Since liberal revolutionaries and Mubarak loyalists united in the streets around a common cause, some opposition groups have relaxed their hostility to the old guard, hoping to win its support as they square off against the Brotherhood in upcoming parliamentary elections.
“I think ‘felool’ has evolved a little,” said Heba Morayef of Human Rights Watch. Now that they have lived with Mohamed Morsi, the Brotherhood-backed president, some middle- and upper-class Egyptians see Mubarak and his cronies as a lesser evil, she said. Similarly, when Amr Moussa — a former Arab League chief and foreign minister — ran for president in the spring, many refused to vote for him because of his ties to the old regime. Now he’s seen as an increasingly credible opposition figure, she said.
The new constitution bans former leaders of Mubarak’s party from running for office for 10 years. But it leaves the door open to former ministers and rank-and-file members of the now-disbanded National Democratic Party.

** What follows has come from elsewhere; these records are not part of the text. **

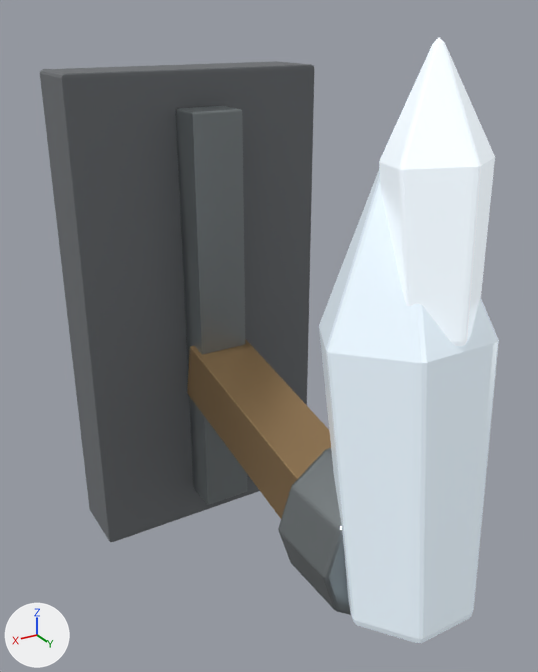
A saved change to the Blender file assets/models/source/decor-crystal-wall-sconce.blend.
Rendered twice from a 50 mm lens placed at (0.473, 0.993, 1.106), pointed at (0.014, 0.228, 0.724). Lighting does not change. The marker at lower left points along +X, +Y and +Z. The picture after the commit comes second.

In view in the first picture: 'bracket', 'lamp-crystal', 'lamp-tip', 'socket', 'vertical-band', 'wall-plate'.
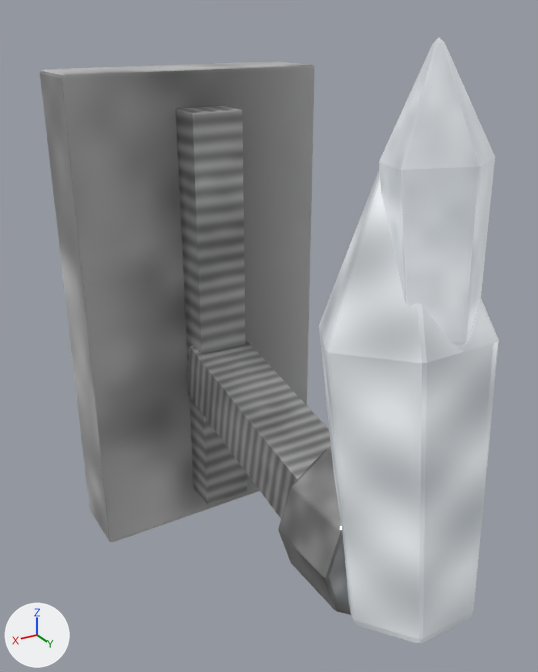
The change in detail:
Picture 'creature-stone' (img_creature_stone) is new.
Picture 'creature-crystal' (img_creature_crystal) is new.
Picture 'creature-metal' (img_creature_metal) is new.
Picture 'creature-carapace' (img_creature_carapace) is new.
Material 'magenheim.geology-decor.decor-crystal-wall-sconce.crystalbright.stone' (mat_magenheim_geology_decor_decor_crystal_wall_sconce_crystalbright_stone) is new.
Its texture is img_creature_stone.
Its metallic is 0.01.
Its roughness is 0.22.
Its emission color is (0.491, 0.531, 0.564) (light grey #bac1c6).
Its emission strength is 0.65.
Material 'magenheim.geology-decor.decor-crystal-wall-sconce.crystal.crystal' (mat_magenheim_geology_decor_decor_crystal_wall_sconce_crystal_crystal) is new.
Its texture is img_creature_crystal.
Its metallic is 0.02.
Its roughness is 0.22.
Its emission color is (0.265, 0.299, 0.326) (grey #8d959b).
Its emission strength is 0.65.
Material 'magenheim.geology-decor.decor-crystal-wall-sconce.bronze.metal' (mat_magenheim_geology_decor_decor_crystal_wall_sconce_bronze_metal) is new.
Its texture is img_creature_metal.
Its metallic is 0.72.
Its roughness is 0.34.
Material 'magenheim.geology-decor.decor-crystal-wall-sconce.iron.metal' (mat_magenheim_geology_decor_decor_crystal_wall_sconce_iron_metal) is new.
Its texture is img_creature_metal.
Its metallic is 0.72.
Its roughness is 0.34.
Material 'magenheim.geology-decor.decor-crystal-wall-sconce.darkstone.carapace' (mat_magenheim_geology_decor_decor_crystal_wall_sconce_darkstone_carapace) is new.
Its texture is img_creature_carapace.
Its metallic is 0.02.
Its roughness is 0.86.
me_wall_plate has 8 vertices, 12 faces and spans x -0.19..0.19, y -0.05..0.05, z -0.36..0.36.
me_wall_plate no longer uses material mat_magenheim_geology_decor_decor_crystal_wall_sconce_darkstone (grey #6c6f73).
me_wall_plate gains material mat_magenheim_geology_decor_decor_crystal_wall_sconce_darkstone_carapace (picture img_creature_carapace).
me_vertical_band has 8 vertices, 12 faces and spans x -0.038..0.038, y -0.028..0.028, z -0.31..0.31.
me_vertical_band no longer uses material mat_magenheim_geology_decor_decor_crystal_wall_sconce_iron (grey #8e9597).
me_vertical_band gains material mat_magenheim_geology_decor_decor_crystal_wall_sconce_iron_metal (picture img_creature_metal).
me_bracket has 8 vertices, 12 faces and spans x -0.045..0.045, y -0.215..0.215, z -0.088..0.088.
me_bracket no longer uses material mat_magenheim_geology_decor_decor_crystal_wall_sconce_bronze (brown #b39369).
me_bracket gains material mat_magenheim_geology_decor_decor_crystal_wall_sconce_bronze_metal (picture img_creature_metal).
me_lamp_crystal has 14 vertices, 24 faces and spans x -0.095..0.095, y -0.093..0.093, z -0.271..0.271.
me_lamp_crystal no longer uses material mat_magenheim_geology_decor_decor_crystal_wall_sconce_crystal (white #e5f1fa, glowing grey #8d959b).
me_lamp_crystal gains material mat_magenheim_geology_decor_decor_crystal_wall_sconce_crystal_crystal (picture img_creature_crystal, glowing grey #8d959b).
me_lamp_tip has 12 vertices, 20 faces and spans x -0.052..0.052, y -0.052..0.052, z -0.139..0.139.
me_lamp_tip no longer uses material mat_magenheim_geology_decor_decor_crystal_wall_sconce_crystalbright (white #edf5fc, glowing light grey #bac1c6).
me_lamp_tip gains material mat_magenheim_geology_decor_decor_crystal_wall_sconce_crystalbright_stone (picture img_creature_stone, glowing light grey #bac1c6).

Where the change shows, as pixel boxes [x1, y1, x2, y2] in the pictures (538 x 672 px):
'wall-plate', recoloured (lighter)
    both: [40, 61, 314, 542]
'lamp-crystal', recoloured
    both: [319, 170, 499, 643]
'lamp-tip', recoloured (white to grey)
    both: [379, 38, 495, 347]
'vertical-band', recoloured (lighter)
    both: [176, 106, 247, 505]
'bracket', recoloured (brown to grey)
    both: [187, 339, 331, 518]

‘We will continue to work’
To go from the inner circle of power to the almost irrelevant periphery of a new, Islamist system is a strange thing, the fallen elites say. Some, like Moussa, have staked a claim in the new political scene. Others remain bewildered by their new twilight zone. Very few are repentant.
“They wake up and they have nothing to do,” said Choubachy, who counts several top members of the former regime among his close friends. “It must be terrible.”
On a recent evening at his villa north of Cairo, a dozen elites, including Hawass, gathered on golden sofas, sipping whiskey amid porcelain vases, oil paintings and enormous crystal chandeliers. They talked about the Islamists, sex and religion. They cursed Morsi as they cut a cake.
This month, Egypt’s attorney general, a Morsi appointee, launched a fresh investigation into the Mubarak family and key associates who he alleged had received millions of dollars worth of gifts from al-Ahram during Mubarak’s reign. Mubarak’s attorney quickly reached a plea deal with the prosecution for about $3 million, and other officials reached similar deals, the local media reported.
Rights groups say Mubarak’s generals, who ruled the country during a bumpy year-and-a-half transition, and felool within the legal system actively thwarted the pursuit of justice, convening kangaroo courts for some to appease the public and ignoring allegations against others.
Moussa said he thinks that the courts have done their job and that, as Egypt marks two years since the revolution, it’s time to move on. “We will continue to work because we are adamant to help the country, regardless of these minority voices who talk about the so-called felool,” he said.
Hawass is hopeful, too. “If you walk with me one day in Cairo, you will see how the poor people greet me,” he said. “Everyone wants me to come back.”
Ingy Hassieb and Sharaf al-Hourani contributed to this report.